__EXERCISE AIM__
Please count the lines in the records below that include the word "axis" and report only the total.

(Collected data entries)
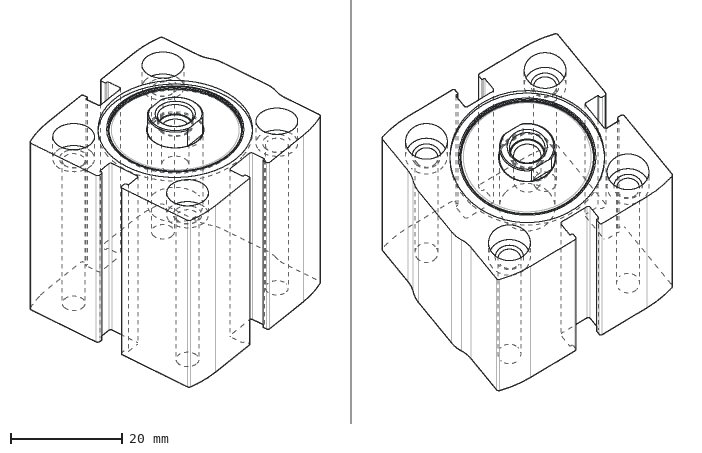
import cadquery as cq
import math

WIDTH = 38.5
HEIGHT = WIDTH
HALF = WIDTH / 2
SIDE_FLAT_HALF = 12.75
SIDE_ARC_RADIUS = 21.0
CORNER_RADIUS = 0.5

PAD_RISE = 0.95
PAD_TOP_HALF = 5.2
PAD_BASE_HALF = 9.9

SLOT_DEPTH = 4.45
SIDE_SLOT_MOUTH = 5.15
SIDE_SLOT_WIDTH = 6.35
SIDE_SLOT_LIP = 1.3
SIDE_SLOT_MOUTH_RADIUS = 0.38
SIDE_SLOT_STEP_RADIUS = 0.15
FRONT_SLOT_MOUTH = 5.05
FRONT_SLOT_WIDTH = 6.5
FRONT_SLOT_LIP = 1.43
FRONT_SLOT_MOUTH_RADIUS = 0.5
SLOT_FLOOR_RADIUS = 0.4

MOUNT_OFFSET = 13.0
MOUNT_BORE_DIAMETER = 4.1
MOUNT_CHAMFER_DIAMETER = 5.12
MOUNT_HEAD_DIAMETER = 7.5
MOUNT_HEAD_DEPTH = 5.1

GROOVE_OUTER_DIAMETER = 27.8
GROOVE_INNER_DIAMETER = 24.7
GROOVE_DEPTH = 0.85
COVER_RECESS = 0.2
COVER_DIAMETER = 23.85
COVER_EDGE_RADIUS = 0.4
SEAM_CHAMFER = 0.15

ROD_DIAMETER = 10.0
ROD_HOLE_CHAMFER = 0.15
ROD_PROJECTION = 3.5
ROD_LENGTH = 21.0
ROD_CHAMFER = 0.2
ROD_FLAT_WIDTH = 9.0
ROD_FLAT_DEPTH = 0.25
SOCKET_RIM_DIAMETER = 7.22
SOCKET_DIAMETER = 6.4
SOCKET_DEPTH = 2.65
DRILL_ENTRY_DIAMETER = 6.0
DRILL_DIAMETER = 4.9
DRILL_DEPTH = 11.75
DRILL_TIP_ANGLE = 118.0

ROD_RADIUS = ROD_DIAMETER / 2
ROD_TOP = HEIGHT + ROD_PROJECTION
COVER_TOP = HEIGHT - COVER_RECESS
ROD_BOTTOM = ROD_TOP - ROD_LENGTH


def revolve_profile(points):
    """Revolve a closed (radius, z) outline about the Z axis."""
    return cq.Workplane("XZ").polyline(points).close().revolve(360, (0, 0, 0), (0, 1, 0))


def round_upright_edges(block, points, radius):
    """Round the vertical edges that stand at the given (x, y) points."""
    for x, y in points:
        edge = cq.selectors.NearestToPointSelector((x, y, HEIGHT / 2))
        block = block.edges("|Z").edges(edge).fillet(radius)
    return block


def make_block():
    """Extrude the outer outline: curved sides, small corner rounds and the raised pad."""
    sweep = math.asin((HALF - SIDE_FLAT_HALF) / SIDE_ARC_RADIUS)
    corner_x = HALF - SIDE_ARC_RADIUS * (1 - math.cos(sweep))
    arc_mid_x = HALF - SIDE_ARC_RADIUS * (1 - math.cos(sweep / 2))
    arc_mid_y = SIDE_FLAT_HALF + SIDE_ARC_RADIUS * math.sin(sweep / 2)
    pad_mid_x = (PAD_TOP_HALF + PAD_BASE_HALF) / 2
    pad_mid_y = HALF + PAD_RISE / 2
    pad_top_y = HALF + PAD_RISE

    outline = (
        cq.Workplane("XY")
        .moveTo(-corner_x, -HALF)
        .lineTo(corner_x, -HALF)
        .threePointArc((arc_mid_x, -arc_mid_y), (HALF, -SIDE_FLAT_HALF))
        .lineTo(HALF, SIDE_FLAT_HALF)
        .threePointArc((arc_mid_x, arc_mid_y), (corner_x, HALF))
        .lineTo(PAD_BASE_HALF, HALF)
        .tangentArcPoint((pad_mid_x, pad_mid_y), relative=False)
        .tangentArcPoint((PAD_TOP_HALF, pad_top_y), relative=False)
        .lineTo(-PAD_TOP_HALF, pad_top_y)
        .tangentArcPoint((-pad_mid_x, pad_mid_y), relative=False)
        .tangentArcPoint((-PAD_BASE_HALF, HALF), relative=False)
        .lineTo(-corner_x, HALF)
        .threePointArc((-arc_mid_x, arc_mid_y), (-HALF, SIDE_FLAT_HALF))
        .lineTo(-HALF, -SIDE_FLAT_HALF)
        .threePointArc((-arc_mid_x, -arc_mid_y), (-corner_x, -HALF))
        .close()
    )
    block = outline.extrude(HEIGHT)
    corners = [(x, y) for x in (-corner_x, corner_x) for y in (-HALF, HALF)]
    return round_upright_edges(block, corners, CORNER_RADIUS)


def slot_cutter(mouth, width, lip, angle):
    """T-slot entering from the -Y side, turned about the bore axis by the given angle."""
    mouth_cut = cq.Workplane("XY").rect(mouth, 2 * lip).extrude(HEIGHT)
    channel = (
        cq.Workplane("XY")
        .center(0, (lip + SLOT_DEPTH) / 2)
        .rect(width, SLOT_DEPTH - lip)
        .extrude(HEIGHT)
        .edges("|Z and >Y")
        .fillet(SLOT_FLOOR_RADIUS)
    )
    return mouth_cut.union(channel).translate((0, -HALF, 0)).rotate((0, 0, 0), (0, 0, 1), angle)


def cut_slots(block):
    """Cut one T-slot in the -Y side and one in each X side, and round their lips."""
    block = block.cut(slot_cutter(FRONT_SLOT_MOUTH, FRONT_SLOT_WIDTH, FRONT_SLOT_LIP, 0))
    for angle in (90, -90):
        block = block.cut(slot_cutter(SIDE_SLOT_MOUTH, SIDE_SLOT_WIDTH, SIDE_SLOT_LIP, angle))

    front_lips = [(x, y) for x in (-FRONT_SLOT_MOUTH / 2, FRONT_SLOT_MOUTH / 2)
                  for y in (-HALF, FRONT_SLOT_LIP - HALF)]
    side_lips = [(x, y) for x in (-HALF, HALF)
                 for y in (-SIDE_SLOT_MOUTH / 2, SIDE_SLOT_MOUTH / 2)]
    step_x = HALF - SIDE_SLOT_LIP
    side_steps = [(x, sign * width / 2) for x in (-step_x, step_x) for sign in (-1, 1)
                  for width in (SIDE_SLOT_MOUTH, SIDE_SLOT_WIDTH)]
    block = round_upright_edges(block, front_lips, FRONT_SLOT_MOUTH_RADIUS)
    block = round_upright_edges(block, side_lips, SIDE_SLOT_MOUTH_RADIUS)
    return round_upright_edges(block, side_steps, SIDE_SLOT_STEP_RADIUS)


def mount_hole_cutter():
    """Through hole with a chamfered entry at the floor of a counterbore."""
    bore = MOUNT_BORE_DIAMETER / 2
    entry = MOUNT_CHAMFER_DIAMETER / 2
    head = MOUNT_HEAD_DIAMETER / 2
    floor = HEIGHT - MOUNT_HEAD_DEPTH
    return revolve_profile([
        (0, 0),
        (bore, 0),
        (bore, floor - (entry - bore)),
        (entry, floor),
        (head, floor),
        (head, HEIGHT),
        (0, HEIGHT),
    ])


def cut_mount_holes(block):
    hole = mount_hole_cutter()
    for x in (-MOUNT_OFFSET, MOUNT_OFFSET):
        for y in (-MOUNT_OFFSET, MOUNT_OFFSET):
            block = block.cut(hole.translate((x, y, 0)))
    return block


def cut_cover(block):
    """Cut the sloped groove, the sunk cover face with its rounded edge, and the blind rod hole."""
    groove = revolve_profile([
        (GROOVE_INNER_DIAMETER / 2, HEIGHT),
        (GROOVE_OUTER_DIAMETER / 2, HEIGHT),
        (GROOVE_OUTER_DIAMETER / 2, HEIGHT - GROOVE_DEPTH),
    ])
    cover = COVER_DIAMETER / 2
    edge_start = cover - COVER_EDGE_RADIUS
    edge_mid = COVER_EDGE_RADIUS * math.sqrt(0.5)
    recess = (
        cq.Workplane("XZ")
        .moveTo(0, COVER_TOP)
        .lineTo(edge_start, COVER_TOP)
        .threePointArc(
            (edge_start + edge_mid, COVER_TOP - COVER_EDGE_RADIUS + edge_mid),
            (cover, COVER_TOP - COVER_EDGE_RADIUS),
        )
        .lineTo(cover, HEIGHT - SEAM_CHAMFER)
        .lineTo(cover + SEAM_CHAMFER, HEIGHT)
        .lineTo(0, HEIGHT)
        .close()
        .revolve(360, (0, 0, 0), (0, 1, 0))
    )
    rod_hole = revolve_profile([
        (0, ROD_BOTTOM),
        (ROD_RADIUS, ROD_BOTTOM),
        (ROD_RADIUS, COVER_TOP - ROD_HOLE_CHAMFER),
        (ROD_RADIUS + ROD_HOLE_CHAMFER, COVER_TOP),
        (0, COVER_TOP),
    ])
    return block.cut(groove).cut(recess).cut(rod_hole)


def make_housing():
    return cut_cover(cut_mount_holes(cut_slots(make_block())))


def rod_socket_cutter():
    """Stepped blind hole in the rod: chamfered rim, socket and a countersunk drilled hole."""
    rim = SOCKET_RIM_DIAMETER / 2
    socket = SOCKET_DIAMETER / 2
    entry = DRILL_ENTRY_DIAMETER / 2
    drill = DRILL_DIAMETER / 2
    tip_length = drill / math.tan(math.radians(DRILL_TIP_ANGLE / 2))
    step_top = ROD_TOP - SOCKET_DEPTH
    drill_end = ROD_TOP - DRILL_DEPTH
    return revolve_profile([
        (0, ROD_TOP),
        (rim, ROD_TOP),
        (socket, ROD_TOP - (rim - socket)),
        (socket, step_top),
        (entry, step_top),
        (drill, step_top - (entry - drill)),
        (drill, drill_end),
        (0, drill_end - tip_length),
    ])


def make_rod():
    """Rod with a chamfered end, two wrench flats and a stepped socket."""
    rod = (
        cq.Workplane("XY")
        .workplane(offset=ROD_BOTTOM)
        .circle(ROD_RADIUS)
        .extrude(ROD_LENGTH)
        .faces(">Z")
        .chamfer(ROD_CHAMFER)
    )
    flat_x = ROD_FLAT_WIDTH / 2
    flat_bottom = COVER_TOP - ROD_FLAT_DEPTH
    for side in (-1, 1):
        flat_cut = (
            cq.Workplane("XZ")
            .polyline([
                (side * flat_x, flat_bottom),
                (side * flat_x, ROD_TOP),
                (side * ROD_DIAMETER, ROD_TOP),
                (side * ROD_DIAMETER, flat_bottom - (ROD_DIAMETER - flat_x)),
            ])
            .close()
            .extrude(ROD_RADIUS, both=True)
        )
        rod = rod.cut(flat_cut)
    return rod.cut(rod_socket_cutter())


housing = make_housing()
rod = make_rod()

result = cq.Compound.makeCompound([housing.val(), rod.val()])

__RESULT OF THIS EXERCISE__
2